# Systemsteuerung neu installieren



## MistaDob (21. Juni 2004)

Hi, kann mir jemand sagen, wie man die Systemwiederherstellung neu installieren kann, denn bei mir lässt sie sich nicht mehr starten. Das Fenster "Systemwiederherstellung"schließt sich immer nach kurzer Zeit von selbst wieder und zeigt dabei auch kein Inhalt an. ?


----------



## Hinterwäldler (21. Juni 2004)

*Systemsteuerung installieren*

Hallo MistaDob

Also, so weit wie ich weiß, läßt sich das nicht einzeln, sondern nur mit dem ganzen System installieren.  Vielleicht sagst Du uns mal etwas genaueres zu deinem Betriebssystem.

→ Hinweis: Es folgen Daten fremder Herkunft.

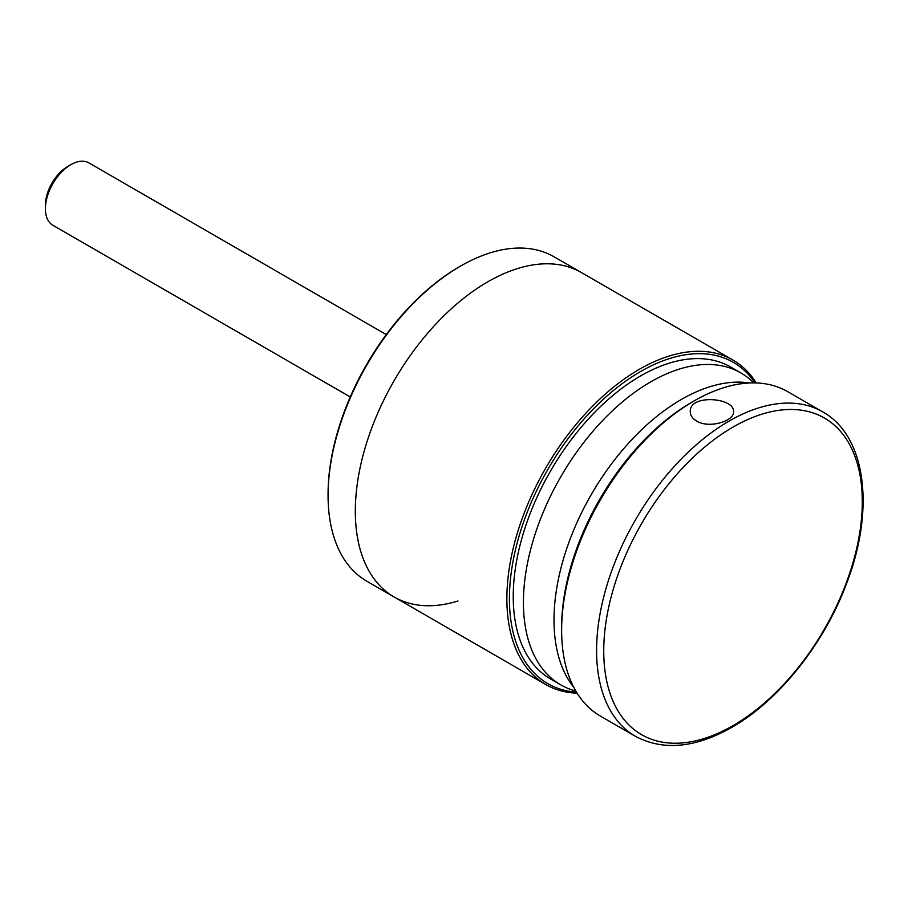 <?xml version="1.0" encoding="UTF-8"?>
<svg xmlns="http://www.w3.org/2000/svg" width="908" height="908" viewBox="0 0 908 908"><rect width="100%" height="100%" fill="white"/><g stroke="black" fill="none" stroke-linecap="round" stroke-linejoin="round"><path stroke-width="1.36" d="M355.323 511.238A187.309 108.143 -60 0 1 437.089 322.737A187.309 108.143 -60 0 1 581.426 272.559A187.309 108.143 120 0 0 394.117 380.702A187.309 108.143 120 0 0 394.117 596.976A187.309 108.143 -60 0 1 355.323 511.238M577.136 693.19A187.309 108.143 -60 0 1 545.663 684.473A187.309 108.143 -60 0 1 506.868 598.724A187.309 108.143 -60 0 1 588.634 410.234A187.309 108.143 -60 0 1 732.972 360.056A187.309 108.143 -60 0 1 756.262 382.949M755.036 382.915A185.504 107.099 120 0 0 547.842 469.447A185.504 107.099 120 0 0 576.489 692.157M561.632 630.345L561.632 627.405A183.7 106.066 -60 0 1 691.533 402.414L694.075 400.939A187.309 108.143 120 0 0 694.075 400.95A187.309 108.143 120 0 0 561.632 630.345A187.309 108.143 120 0 0 600.426 716.094L635.384 736.275A187.309 108.143 -60 0 1 635.384 519.989A187.309 108.143 -60 0 1 822.693 411.857L787.724 391.666A187.309 108.143 120 0 0 694.075 400.939L691.533 402.414M696.629 421.085C692.486 418.588 690.375 415.478 690.296 411.744C688.956 393.924 734.856 397.386 733.516 411.744C734.493 421.119 709.057 428.837 696.629 421.085M733.017 725.628A182.826 105.555 -60 0 1 621.061 566.354A182.826 105.555 -60 0 1 844.973 437.089A182.826 105.555 -60 0 1 733.017 725.628M328.072 495.496L328.072 494.031A185.504 107.099 -60 0 1 459.244 266.839L460.515 266.101A187.309 108.143 120 0 0 328.072 495.496A187.309 108.143 120 0 0 366.866 581.245L394.117 596.976A187.309 108.143 120 0 0 457.973 600.982M732.972 360.056L554.164 256.828A187.309 108.143 120 0 0 460.515 266.101L459.244 266.839M573.845 687.435A180.102 103.977 -60 0 1 569.736 540.146A180.102 103.977 -60 0 1 681.34 399.475A180.102 103.977 -60 0 1 749.622 382.972M753.742 382.892A180.102 103.977 120 0 0 740.826 372.904A180.102 103.977 120 0 0 650.775 381.825A180.102 103.977 120 0 0 533.121 540.532A180.102 103.977 120 0 0 560.724 684.848A180.102 103.977 120 0 0 575.831 691.045M740.826 372.904L730.645 367.025A180.102 103.977 120 0 0 640.594 375.946A180.102 103.977 120 0 0 522.929 534.653A180.102 103.977 120 0 0 550.543 678.968L560.724 684.848M386.263 334.575L88.882 162.884A36.025 20.793 120 0 0 70.869 164.666A36.025 20.793 120 0 0 45.4 208.783A36.025 20.793 120 0 0 52.857 225.263L350.25 396.966M45.4 208.783L45.4 205.253A31.701 18.296 -60 0 1 67.816 166.425L70.869 164.666M545.663 684.473L394.117 596.976M635.384 736.275C663.112 751.041 695.29 748.044 731.927 727.285C778.428 700.885 823.318 644.816 845.859 585.365C875.244 511.022 866.765 436.237 822.693 411.857"/></g></svg>
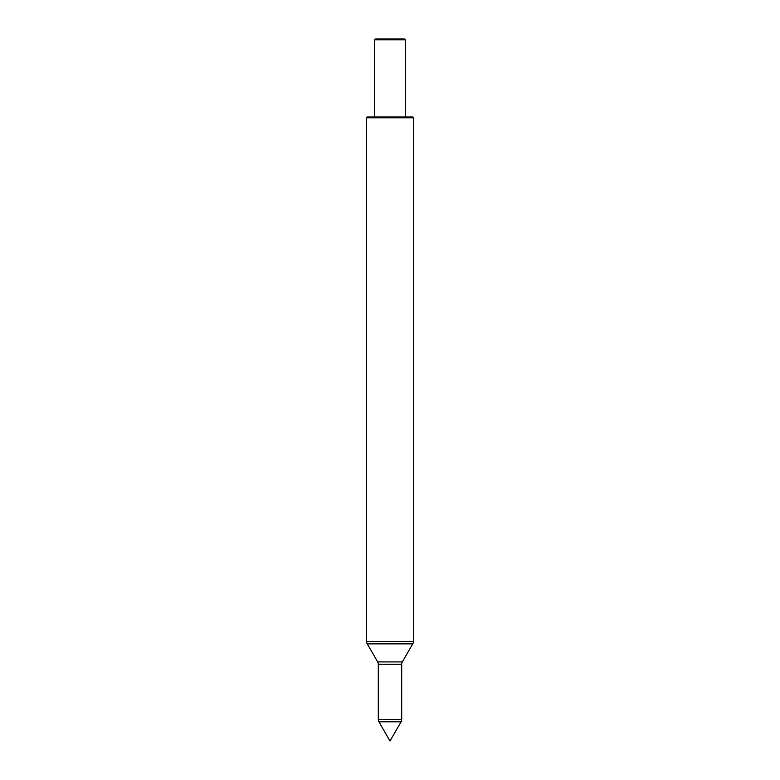 <?xml version="1.0" encoding="UTF-8"?>
<svg xmlns="http://www.w3.org/2000/svg" width="780" height="780" viewBox="0 0 780 780"><rect width="100%" height="100%" fill="white"/><g stroke="black" fill="none" stroke-linecap="round" stroke-linejoin="round"><path stroke-width="1.17" d="M366.619 117.78L367.399 117L412.601 117L413.38 117.78L366.619 117.78L366.619 641.521L413.38 641.521A4.68 4.68 0 0 1 412.756 643.861L367.244 643.861A4.68 4.68 0 0 1 366.619 641.521M374.41 39.78L375.19 39L404.81 39L405.59 39.78L374.41 39.78L374.41 117M401.076 721.822L378.924 721.822L390 741L401.076 721.822A4.68 4.68 0 0 0 401.7 719.482L401.7 664.258A4.68 4.68 0 0 1 402.324 661.918L412.756 643.861M401.7 664.258L378.3 664.258A4.68 4.68 0 0 0 377.676 661.918L367.244 643.861M378.924 721.822A4.68 4.68 0 0 1 378.3 719.482L401.7 719.482M378.3 664.258L378.3 719.482M413.38 117.78L413.38 641.521M405.59 39.78L405.59 117M377.676 661.918L402.324 661.918"/></g></svg>

Dann können wir dir vieleicht helfen.

Nachtrag:
Ach ich glaube, ich weis was los ist. Dir ist sicher irgend eine Datei abhanden gekommen. Das beste ist vermutlich, wenn du das System mit deiner Setup-CD reparierst, also vorhandenes BS überschreibst.  Lies mal das:
http://www.hinterwaeldlers-home.de/Tutorials/XPTut.zip
Das hilft dir sicher weiter.

der Hinterwäldler


----------